To schedule a one-to-one talk with the artist on Friday, Jan 18 or Saturday, January 19 please call 610-683-6440.

Speaker @ SciViz NYC on November 16th, 2018

Date: Friday November, 16, 2018
Event Time: 8:30 a.m. until 4:30 p.m.
Presentation Time: 9:45 – 10:15 a.m.
Presentation: Emotive Pathways: internal and external connections in sculptural form
Location: Davis Auditorium, Icahn School of Medicine at Mount Sinai
Sponsored by: Mount Sinai, Scientific American, S.P.A.R.K., Association of Medical Illustrators
Visit the SciViz NYC’s website for more information.

Talk Summary:
The forms and concepts in my work bridge art and science by exploring scientific advances that increase our understanding of psychological and neurological landscapes, including the nature of memory, brain physiology, neurobiology, and the mechanics of sensory experiences.

This talk will focus on the inspiration and realization of the Our Memories project, currently on view in Thomas Paine Park in downtown Manhattan as part of the NYC Parks’ Art in the Parks program. The presentation will also include the public’s response as captured in film documentaries and social media.

Our Memories is informed by the nature of neurons and dendrites and investigates how our brains react to experiences and how memory functions. The work manifests as an audience participatory outdoor installation of translucent sculptures that contain cavities for participants to place color-coded memory stones. The sculptures take on the colors of the collective memories and come to life as they store more memories.
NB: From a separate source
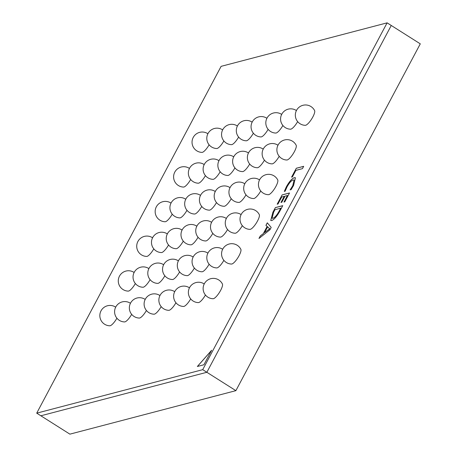 <?xml version="1.0" encoding="UTF-8"?>
<svg xmlns="http://www.w3.org/2000/svg" width="457" height="457" viewBox="0 0 457 457"><rect width="100%" height="100%" fill="white"/><g stroke="black" fill="none" stroke-linecap="round" stroke-linejoin="round"><path stroke-width="0.69" d="M222.422 284.02A8.814 2.342 122.3 0 1 220.645 290.338A8.814 2.342 122.3 0 1 213.111 298.729A10.18 10.18 0 0 1 204.319 283.768A10.18 10.18 0 0 1 222.422 284.02M240.862 249.333A8.814 2.342 122.3 0 1 239.085 255.657A8.814 2.342 122.3 0 1 231.55 264.049A10.18 10.18 0 0 1 222.759 249.088A10.18 10.18 0 0 1 240.862 249.333M259.302 214.653A8.814 2.342 122.3 0 1 257.531 220.977A8.814 2.342 122.3 0 1 249.996 229.368A10.18 10.18 0 0 1 241.199 214.407A10.18 10.18 0 0 1 259.302 214.653M277.742 179.972A8.814 2.342 122.3 0 1 275.971 186.296A8.814 2.342 122.3 0 1 268.436 194.688A10.18 10.18 0 0 1 259.639 179.727A10.18 10.18 0 0 1 277.742 179.972M296.182 145.292A8.814 2.342 122.3 0 1 294.411 151.61A8.814 2.342 122.3 0 1 286.876 160.007A10.18 10.18 0 0 1 278.079 145.046A10.18 10.18 0 0 1 296.182 145.292M314.622 110.611A8.814 2.342 122.3 0 1 312.851 116.929A8.814 2.342 122.3 0 1 305.316 125.321A10.18 10.18 0 0 1 296.519 110.365A10.18 10.18 0 0 1 314.622 110.611M271.184 227.437L269.944 229.768L258.97 238.468L260.319 235.926L263.323 233.63L267.128 226.466L265.94 225.352L267.288 222.816L271.184 227.437M197.35 366.485L203.919 364.76L211.637 350.251L197.35 366.485M116.912 318.215A8.814 2.342 122.3 0 1 109.829 325.79A10.18 10.18 0 0 1 101.031 310.834A10.18 10.18 0 0 1 115.69 307.155M131.667 314.347A8.814 2.342 122.3 0 1 124.584 321.928A10.18 10.18 0 0 1 115.787 306.967A10.18 10.18 0 0 1 130.445 303.288M146.423 310.48A8.814 2.342 122.3 0 1 139.339 318.061A10.18 10.18 0 0 1 130.542 303.1A10.18 10.18 0 0 1 145.2 299.421M161.178 306.618A8.814 2.342 122.3 0 1 154.095 314.193A10.18 10.18 0 0 1 145.297 299.232A10.18 10.18 0 0 1 159.956 295.559M175.934 302.751A8.814 2.342 122.3 0 1 168.85 310.326A10.18 10.18 0 0 1 160.053 295.371A10.18 10.18 0 0 1 174.711 291.692M190.689 298.884A8.814 2.342 122.3 0 1 183.605 306.458A10.18 10.18 0 0 1 174.808 291.503A10.18 10.18 0 0 1 189.466 287.824M205.444 295.016A8.814 2.342 122.3 0 1 198.355 302.597A10.18 10.18 0 0 1 189.564 287.636A10.18 10.18 0 0 1 204.216 283.957M135.352 283.534A8.814 2.342 122.3 0 1 128.268 291.109A10.18 10.18 0 0 1 119.471 276.154A10.18 10.18 0 0 1 134.13 272.475M150.107 279.667A8.814 2.342 122.3 0 1 143.024 287.242A10.18 10.18 0 0 1 134.227 272.286A10.18 10.18 0 0 1 148.885 268.607M164.863 275.8A8.814 2.342 122.3 0 1 157.779 283.38A10.18 10.18 0 0 1 148.982 268.419A10.18 10.18 0 0 1 163.64 264.74M179.618 271.932A8.814 2.342 122.3 0 1 172.535 279.513A10.18 10.18 0 0 1 163.737 264.552A10.18 10.18 0 0 1 178.396 260.873M194.374 268.07A8.814 2.342 122.3 0 1 187.29 275.645A10.18 10.18 0 0 1 178.493 260.684A10.18 10.18 0 0 1 193.151 257.011M209.129 264.203A8.814 2.342 122.3 0 1 202.045 271.778A10.18 10.18 0 0 1 193.248 256.823A10.18 10.18 0 0 1 207.906 253.144M223.884 260.336A8.814 2.342 122.3 0 1 216.801 267.916A10.18 10.18 0 0 1 208.004 252.955A10.18 10.18 0 0 1 222.662 249.276M153.792 248.854A8.814 2.342 122.3 0 1 146.708 256.428A10.18 10.18 0 0 1 137.911 241.467A10.18 10.18 0 0 1 152.569 237.794M168.547 244.986A8.814 2.342 122.3 0 1 161.464 252.561A10.18 10.18 0 0 1 152.667 237.606A10.18 10.18 0 0 1 167.325 233.927M183.303 241.119A8.814 2.342 122.3 0 1 176.219 248.699A10.18 10.18 0 0 1 167.422 233.738A10.18 10.18 0 0 1 182.08 230.06M198.058 237.252A8.814 2.342 122.3 0 1 190.975 244.832A10.18 10.18 0 0 1 182.177 229.871A10.18 10.18 0 0 1 196.836 226.192M212.813 233.39A8.814 2.342 122.3 0 1 205.73 240.965A10.18 10.18 0 0 1 196.933 226.004A10.18 10.18 0 0 1 211.591 222.331M227.569 229.523A8.814 2.342 122.3 0 1 220.485 237.097A10.18 10.18 0 0 1 211.688 222.142A10.18 10.18 0 0 1 226.346 218.463M242.324 225.655A8.814 2.342 122.3 0 1 235.241 233.23A10.18 10.18 0 0 1 226.444 218.275A10.18 10.18 0 0 1 241.102 214.596M172.232 214.173A8.814 2.342 122.3 0 1 165.148 221.748A10.18 10.18 0 0 1 156.351 206.787A10.18 10.18 0 0 1 171.009 203.114M186.987 210.306A8.814 2.342 122.3 0 1 179.904 217.88A10.18 10.18 0 0 1 171.107 202.925A10.18 10.18 0 0 1 185.765 199.246M201.743 206.438A8.814 2.342 122.3 0 1 194.659 214.019A10.18 10.18 0 0 1 185.862 199.058A10.18 10.18 0 0 1 200.52 195.379M216.498 202.571A8.814 2.342 122.3 0 1 209.415 210.151A10.18 10.18 0 0 1 200.617 195.19A10.18 10.18 0 0 1 215.276 191.512M231.253 198.709A8.814 2.342 122.3 0 1 224.17 206.284A10.18 10.18 0 0 1 215.373 191.323A10.18 10.18 0 0 1 230.031 187.644M246.009 194.842A8.814 2.342 122.3 0 1 238.925 202.417A10.18 10.18 0 0 1 230.128 187.456A10.18 10.18 0 0 1 244.786 183.783M260.764 190.975A8.814 2.342 122.3 0 1 253.681 198.549A10.18 10.18 0 0 1 244.883 183.594A10.18 10.18 0 0 1 259.542 179.915M190.672 179.492A8.814 2.342 122.3 0 1 183.588 187.067A10.18 10.18 0 0 1 174.791 172.106A10.18 10.18 0 0 1 189.449 168.427M205.427 175.625A8.814 2.342 122.3 0 1 198.344 183.2A10.18 10.18 0 0 1 189.546 168.245A10.18 10.18 0 0 1 204.205 164.566M220.183 171.758A8.814 2.342 122.3 0 1 213.099 179.333A10.18 10.18 0 0 1 204.302 164.377A10.18 10.18 0 0 1 218.96 160.698M234.938 167.89A8.814 2.342 122.3 0 1 227.854 175.471A10.18 10.18 0 0 1 219.057 160.51A10.18 10.18 0 0 1 233.716 156.831M249.693 164.023A8.814 2.342 122.3 0 1 242.61 171.603A10.18 10.18 0 0 1 233.813 156.642A10.18 10.18 0 0 1 248.471 152.964M264.449 160.161A8.814 2.342 122.3 0 1 257.365 167.736A10.18 10.18 0 0 1 248.568 152.775A10.18 10.18 0 0 1 263.226 149.102M279.204 156.294A8.814 2.342 122.3 0 1 272.121 163.869A10.18 10.18 0 0 1 263.323 148.913A10.18 10.18 0 0 1 277.982 145.235M209.112 144.806A8.814 2.342 122.3 0 1 202.028 152.387A10.18 10.18 0 0 1 193.231 137.426A10.18 10.18 0 0 1 207.889 133.747M223.867 140.945A8.814 2.342 122.3 0 1 216.784 148.519A10.18 10.18 0 0 1 207.986 133.558A10.18 10.18 0 0 1 222.645 129.885M238.623 137.077A8.814 2.342 122.3 0 1 231.539 144.652A10.18 10.18 0 0 1 222.742 129.697A10.18 10.18 0 0 1 237.4 126.018M253.378 133.21A8.814 2.342 122.3 0 1 246.294 140.79A10.18 10.18 0 0 1 237.497 125.829A10.18 10.18 0 0 1 252.155 122.15M268.133 129.342A8.814 2.342 122.3 0 1 261.05 136.923A10.18 10.18 0 0 1 252.253 121.962A10.18 10.18 0 0 1 266.911 118.283M282.889 125.481A8.814 2.342 122.3 0 1 275.805 133.056A10.18 10.18 0 0 1 267.008 118.095A10.18 10.18 0 0 1 281.666 114.416M297.644 121.613A8.814 2.342 122.3 0 1 290.561 129.188A10.18 10.18 0 0 1 281.763 114.233A10.18 10.18 0 0 1 296.422 110.554M202.708 369.662L387.108 22.85L221.114 66.345L36.714 413.157L202.708 369.662L206.855 372.284L391.255 25.472L206.855 372.284L40.862 415.779L206.855 372.284L235.886 390.655L69.892 434.15L36.714 413.157M271.744 220.56L270.738 220.503L272.88 212.305L275.388 207.592L282.763 205.656L280.164 210.551C277.125 216.104 274.32 219.44 271.744 220.56M281.706 197.018L277.993 203.993L277.182 204.205L282.135 194.905L289.51 192.968L284.785 201.851L283.98 202.063L287.464 195.51L285.037 196.144L281.775 202.28L280.964 202.491L284.225 196.356L281.706 197.018M287.019 186.879L285.122 191.209L284.311 191.42L286.379 186.77C289.327 181.503 291.983 178.476 294.342 177.687L295.428 177.744L293.571 185.479L291.109 189.638L290.115 189.901L292.748 185.713L294.079 180.047L293.166 180.001C291.372 180.532 289.327 182.823 287.019 186.879M295.873 170.37L292.389 176.928L291.577 177.139L296.302 168.256L303.677 166.325L302.443 168.65L295.873 170.37M387.108 22.85L420.286 43.843L235.886 390.655M211.534 350.439L197.435 366.463M259.068 238.388L260.319 235.926M260.359 235.955L263.323 233.63M263.363 233.658L267.128 226.466M267.174 226.495L265.94 225.352M265.98 225.381L267.322 222.856M264.546 232.642L269.716 228.843L267.631 226.838L264.546 232.642L269.676 228.82L267.631 226.838M269.373 228.649L269.744 228.786M270.761 220.514L272.88 212.305M272.92 212.334L275.388 207.592M275.428 207.615L282.74 205.701M272.086 218.206L273.006 218.263C274.92 217.589 277.051 215.093 279.398 210.78L280.718 208.198L274.96 209.706L273.652 212.168L272.064 218.195L272.96 218.235C274.88 217.561 277.011 215.07 279.358 210.751L280.718 208.198M277.25 204.193L282.135 194.905M282.175 194.928L289.487 193.014M284.043 202.045L287.464 195.51M281.026 202.474L284.225 196.356M284.357 191.443L286.379 186.77M286.419 186.799C289.367 181.532 292.023 178.504 294.382 177.716L294.342 177.687M294.382 177.716L295.445 177.756M290.161 189.923L292.748 185.713M292.788 185.742L294.079 180.047M291.64 177.122L296.302 168.256M296.342 168.285L303.654 166.365"/></g></svg>

The memory stones are classified into six emotions based on Plutchik’s color wheel: love, anger, fear, surprise, joy and sadness. Participants transform the sculptures by recalling a powerful memory and then depositing the memory stone in a sculpture. This action is intended to visually incite viewers to consider the concept of the interior self, particularly how our experiences and memories are encoded and stored. This active act of recollection not only stirs up personal memories, it also physiologically generates a new, shared memory. Our Memories is both a collective memorial installation, made complete by thousands of individual memories, and an experience that connects us to our core and to one another.